本当に大切なのは、その料理を自分らしく味わい尽くす力を育てることです。
T&Eは、就職のためだけの場所ではありません。
ここは、自分の人生をもう一度「面白くしていく力」を育てる場所です。
設立は1989年。当時からT&Eは、職員と利用者という枠にとらわれず、みんなで試行錯誤しながら、「こんな場所があったらいいね」をかたちにしてきました。
団体名の由来でもある**“Trial & Error(試行錯誤)”**を大切にしながら、時にはうまくいかないことも経験しながら、でもそれを前向きに活かせるような場所。
そんな空気が、今もT&Eには流れています。
私がいつも大切にしているのは、**「ワクワク、ドキドキ」**という感覚です。
就職は、たしかに大切な目標のひとつかもしれません。
でも、人生はそれだけじゃない。
学生時代があり、働き始めてからもいろいろな人との出会いがあり、趣味や挑戦、もしかしたら恋愛や子育てもあるかもしれません。

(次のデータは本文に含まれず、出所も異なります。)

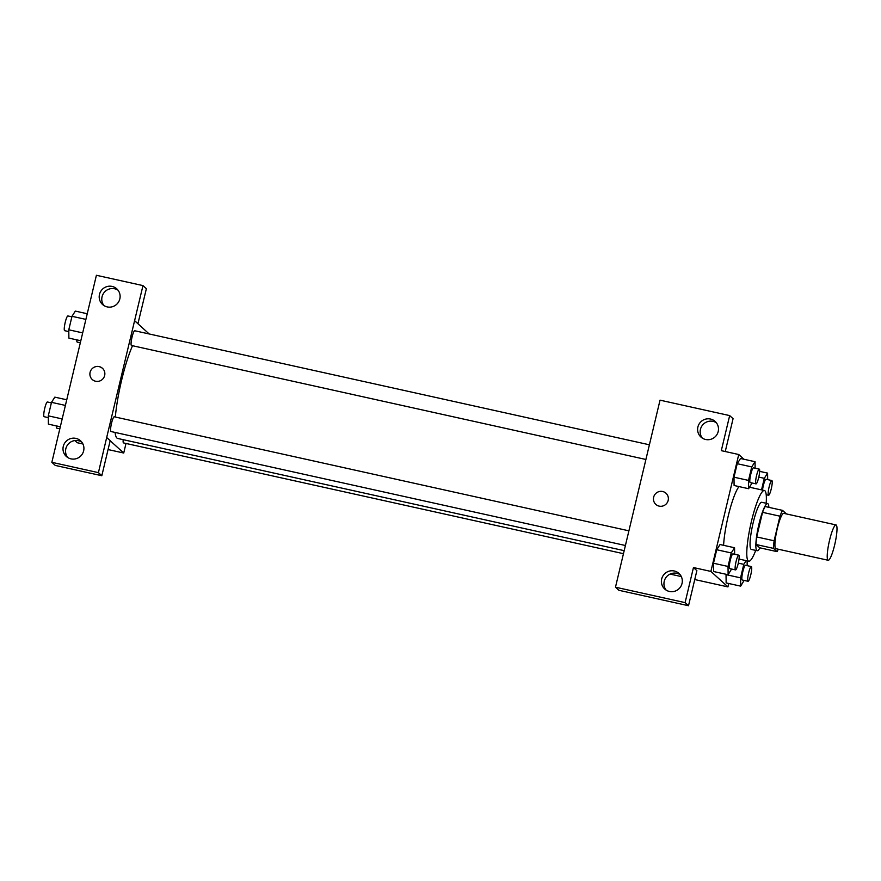 <?xml version="1.0" encoding="UTF-8"?>
<svg xmlns="http://www.w3.org/2000/svg" width="881" height="881" viewBox="0 0 881 881"><rect width="100%" height="100%" fill="white"/><g stroke="black" fill="none" stroke-linecap="round" stroke-linejoin="round"><path stroke-width="1.32" d="M827.92 560.129A18.105 3.017 -77.5 0 1 829.351 541.11A18.105 3.017 -77.5 0 1 836.014 524.922A18.105 3.017 -77.5 0 1 835.045 543.247A18.105 3.017 -77.5 0 1 828.184 560.272A18.105 3.017 -77.5 0 1 827.92 560.129M828.184 560.272L775.897 548.687A18.105 3.017 -77.5 0 1 775.632 548.544A18.105 3.017 -77.5 0 1 777.064 529.525A18.105 3.017 -77.5 0 1 783.727 513.337L836.014 524.922M779.971 516.189L774.113 540.791A23.369 3.887 -77.5 0 0 773.496 548.378L756.063 544.513A23.369 3.887 -77.5 0 1 756.68 536.936L762.55 512.335L779.971 516.189A23.369 3.887 -77.5 0 1 782.548 510.385L786.138 513.645A23.369 3.887 -77.5 0 1 786.127 513.865M773.496 548.378L777.086 551.638A23.369 3.887 -77.5 0 0 778.297 549.215M756.68 536.936L774.113 540.791M756.063 544.513L759.653 547.773L777.086 551.638M762.55 512.335A23.369 3.887 -77.5 0 1 765.115 506.52L782.548 510.385M768.882 507.357A24.139 4.02 102.5 0 0 767.604 503.58A24.139 4.02 102.5 0 0 758.97 524.052A24.139 4.02 102.5 0 0 757.164 550.713A24.139 4.02 102.5 0 0 759.907 547.828M757.164 550.713L751.35 549.425A24.139 4.02 -77.5 0 1 751.008 549.237A24.139 4.02 -77.5 0 1 753.167 522.763A24.139 4.02 -77.5 0 1 761.801 502.291L767.604 503.58M755.733 550.394A36.209 6.024 -77.5 0 1 748.74 561.208A36.209 6.024 -77.5 0 1 748.222 560.933A36.209 6.024 -77.5 0 1 751.075 522.885A36.209 6.024 -77.5 0 1 764.411 490.508A36.209 6.024 -77.5 0 1 766.184 503.26M723.609 545.328A36.209 6.024 -77.5 0 1 739.049 486.587M743.949 459.254L738.741 454.519L710.89 571.417L727.937 586.9L728.741 583.497M734.633 554.248L734.556 547.751L720.03 544.535L716.716 549.733L713.5 563.234L713.599 571.527L728.124 574.742L731.56 569.027M755.127 468.218L755.05 461.71L740.525 458.494L737.21 463.692L733.994 477.194L734.093 485.497L748.619 488.713L752.055 482.986M746.152 560.635L743.784 564.347L740.569 577.848L726.043 574.632L726.142 582.925L740.668 586.14L744.104 580.425M725.25 451.535L733.069 418.684L729.666 415.59L721.308 450.654L738.741 454.519M710.89 571.417L693.457 567.551L696.871 570.657L688.513 605.721L618.891 590.292L615.478 587.198L660.034 400.161L729.666 415.59M716.33 422.715A10.561 10.363 -47.8 0 0 702.333 438.132M705.615 439.487A10.561 10.363 -47.8 0 0 715.152 421.448A10.561 10.363 -47.8 0 0 700.384 422.296A10.561 10.363 -47.8 0 0 705.615 439.487M670.1 574.093L681.299 576.57M694.746 579.544L727.937 586.9M680.132 574.676A10.561 10.363 -47.8 0 0 666.124 590.094M669.417 591.459A10.561 10.363 -47.8 0 0 678.954 573.41A10.561 10.363 -47.8 0 0 664.175 574.258A10.561 10.363 -47.8 0 0 669.417 591.459M688.513 605.721L685.099 602.626L615.478 587.198M693.457 567.551L685.099 602.626M665.981 493.228A7.544 7.4 -47.8 0 0 653.647 497.203A7.544 7.4 132.2 0 1 665.981 493.228A7.544 7.4 132.2 0 1 666.388 503.789A7.544 7.4 132.2 0 1 653.647 497.203A7.544 7.4 -47.8 0 0 655.838 504.395M624.089 550.647L117.691 438.452A52.86 8.799 -77.5 0 1 116.931 438.033A52.86 8.799 -77.5 0 1 115.081 432.428M115.323 417.032A52.86 8.799 -77.5 0 1 132.524 345.715M123.197 439.674A7.544 1.255 102.5 0 0 123.516 442.912L623.462 553.686M645.817 459.453L131.467 345.484A7.544 1.255 -77.5 0 1 131.357 345.429A7.544 1.255 -77.5 0 1 131.952 337.5A7.544 1.255 -77.5 0 1 134.727 330.76L649.308 444.773M625.323 545.482L110.973 431.525A7.544 1.255 -77.5 0 1 110.863 431.459A7.544 1.255 -77.5 0 1 111.458 423.541A7.544 1.255 -77.5 0 1 114.233 416.79L628.814 530.803M106.678 437.538L142.975 285.598L96.403 275.279L51.847 462.316L98.419 472.634L106.678 437.538M110.169 440.709L123.725 453.021L126.005 443.462M149.175 333.954L134.529 320.651M95.622 381.253A7.544 7.4 132.2 0 1 91.877 368.963A7.544 7.4 132.2 0 1 103.947 377.354A7.544 7.4 132.2 0 1 95.622 381.253M107.218 306.907A10.561 10.363 132.2 0 1 101.976 289.706A10.561 10.363 132.2 0 1 118.869 301.445A10.561 10.363 132.2 0 1 107.218 306.907M71.009 458.869A10.561 10.363 132.2 0 1 65.778 441.667A10.561 10.363 132.2 0 1 82.671 453.407A10.561 10.363 132.2 0 1 71.009 458.869M102.438 368.357A7.544 7.4 -47.8 0 0 91.877 368.963A7.544 7.4 -47.8 0 0 92.296 379.535M117.933 290.124A10.561 10.363 -47.8 0 0 103.936 305.542M81.735 442.097A10.561 10.363 -47.8 0 0 67.727 457.514M106.766 437.56L110.18 440.665L101.822 475.729L55.25 465.41L51.847 462.316M101.822 475.729L98.419 472.634M137.932 323.745L146.378 288.693L142.975 285.598M138.031 323.768L134.617 320.662M74.874 440.577L77.242 442.725L82.902 443.98M108.055 449.552L123.725 453.021M59.831 428.805L56.703 428.111A7.544 1.255 -77.5 0 1 56.593 428.056A7.544 1.255 -77.5 0 1 56.307 425.897M80.325 342.764L77.198 342.081A7.544 1.255 -77.5 0 1 77.099 342.015A7.544 1.255 -77.5 0 1 76.812 339.857M66.736 399.787L54.82 397.144L51.505 402.342L48.29 415.843L48.389 424.135L60.304 426.778M51.505 402.342L65.392 405.425M48.29 415.843L62.177 418.916M48.312 417.638L44.16 416.713A7.544 1.255 -77.5 0 1 44.05 416.658A7.544 1.255 -77.5 0 1 44.645 408.729A7.544 1.255 -77.5 0 1 47.42 401.989L51.384 402.859M87.241 313.746L75.314 311.103L72 316.312L68.784 329.802L68.883 338.106L80.81 340.749M72 316.312L85.898 319.385M68.784 329.802L82.682 332.886M68.806 331.597L64.654 330.683A7.544 1.255 -77.5 0 1 64.544 330.628A7.544 1.255 -77.5 0 1 65.139 322.699A7.544 1.255 -77.5 0 1 67.914 315.949L71.879 316.83M740.569 577.848L740.668 586.14M747.176 565.646L747.121 560.856M748.068 581.295L742.254 580.006A7.544 1.255 -77.5 0 1 742.143 579.951A7.544 1.255 -77.5 0 1 742.738 572.022A7.544 1.255 -77.5 0 1 745.513 565.283L751.328 566.571A7.544 1.255 -77.5 0 1 750.92 574.203A7.544 1.255 -77.5 0 1 748.068 581.295A7.544 1.255 -77.5 0 1 747.958 581.24A7.544 1.255 -77.5 0 1 748.553 573.311A7.544 1.255 -77.5 0 1 751.328 566.571M738.3 563.135L743.784 564.347M726.043 574.632L726.142 582.925M767.67 479.616L767.593 473.108L764.29 478.317L761.536 489.869M762.505 490.089A7.544 1.255 -77.5 0 1 764.135 482.711A7.544 1.255 -77.5 0 1 766.018 479.242L771.822 480.53A7.544 1.255 -77.5 0 1 771.415 488.173A7.544 1.255 -77.5 0 1 768.562 495.265A7.544 1.255 -77.5 0 1 768.452 495.199A7.544 1.255 -77.5 0 1 769.047 487.281A7.544 1.255 -77.5 0 1 771.822 480.53M759.675 471.357L767.593 473.108M758.794 477.095L764.29 478.317M734.556 547.751L731.241 552.949L728.025 566.45L728.124 574.742M735.514 569.897L729.71 568.608A7.544 1.255 -77.5 0 1 729.6 568.553A7.544 1.255 -77.5 0 1 730.195 560.624A7.544 1.255 -77.5 0 1 732.97 553.885L738.785 555.173A7.544 1.255 -77.5 0 1 738.377 562.805A7.544 1.255 -77.5 0 1 735.514 569.897A7.544 1.255 -77.5 0 1 735.404 569.842A7.544 1.255 -77.5 0 1 735.998 561.913A7.544 1.255 -77.5 0 1 738.785 555.173M720.03 544.535L716.716 549.733L731.241 552.949M716.716 549.733L713.5 563.234L728.025 566.45M713.5 563.234L713.599 571.527M755.05 461.71L751.735 466.919L748.52 480.409L748.619 488.713M756.008 483.867L750.205 482.579A7.544 1.255 -77.5 0 1 750.094 482.524A7.544 1.255 -77.5 0 1 750.689 474.595A7.544 1.255 -77.5 0 1 753.464 467.844L759.279 469.133A7.544 1.255 -77.5 0 1 758.871 476.775A7.544 1.255 -77.5 0 1 756.008 483.867A7.544 1.255 -77.5 0 1 755.909 483.801A7.544 1.255 -77.5 0 1 756.493 475.883A7.544 1.255 -77.5 0 1 759.279 469.133M740.525 458.494L737.21 463.692L751.735 466.919M737.21 463.692L733.994 477.194L748.52 480.409M733.994 477.194L734.093 485.497M739.027 559.061L748.74 561.208M749.566 487.226L764.411 490.508M766.206 494.737L768.562 495.265"/></g></svg>

そのすべてに可能性があって、考えるだけでワクワクすることだってあるはずです。
T&Eに来られる方の中には、最初の就職がうまくいかなかったり、自信をなくしてしまっている方もたくさんいます。
「もう一度やってみようかな」と思えるまでに、少し時間がかかるかもしれません。
それでも、ここでの日々が“自分のペースで、もう一度始める”きっかけになることを、私たちは願っています。
私たちはその“人生の土台”を、一緒に整えるお手伝いをしています。
だからこそT&Eでは、プログラムやプロジェクトも、利用者のみなさんと一緒に考えて、一緒に動かしていきます。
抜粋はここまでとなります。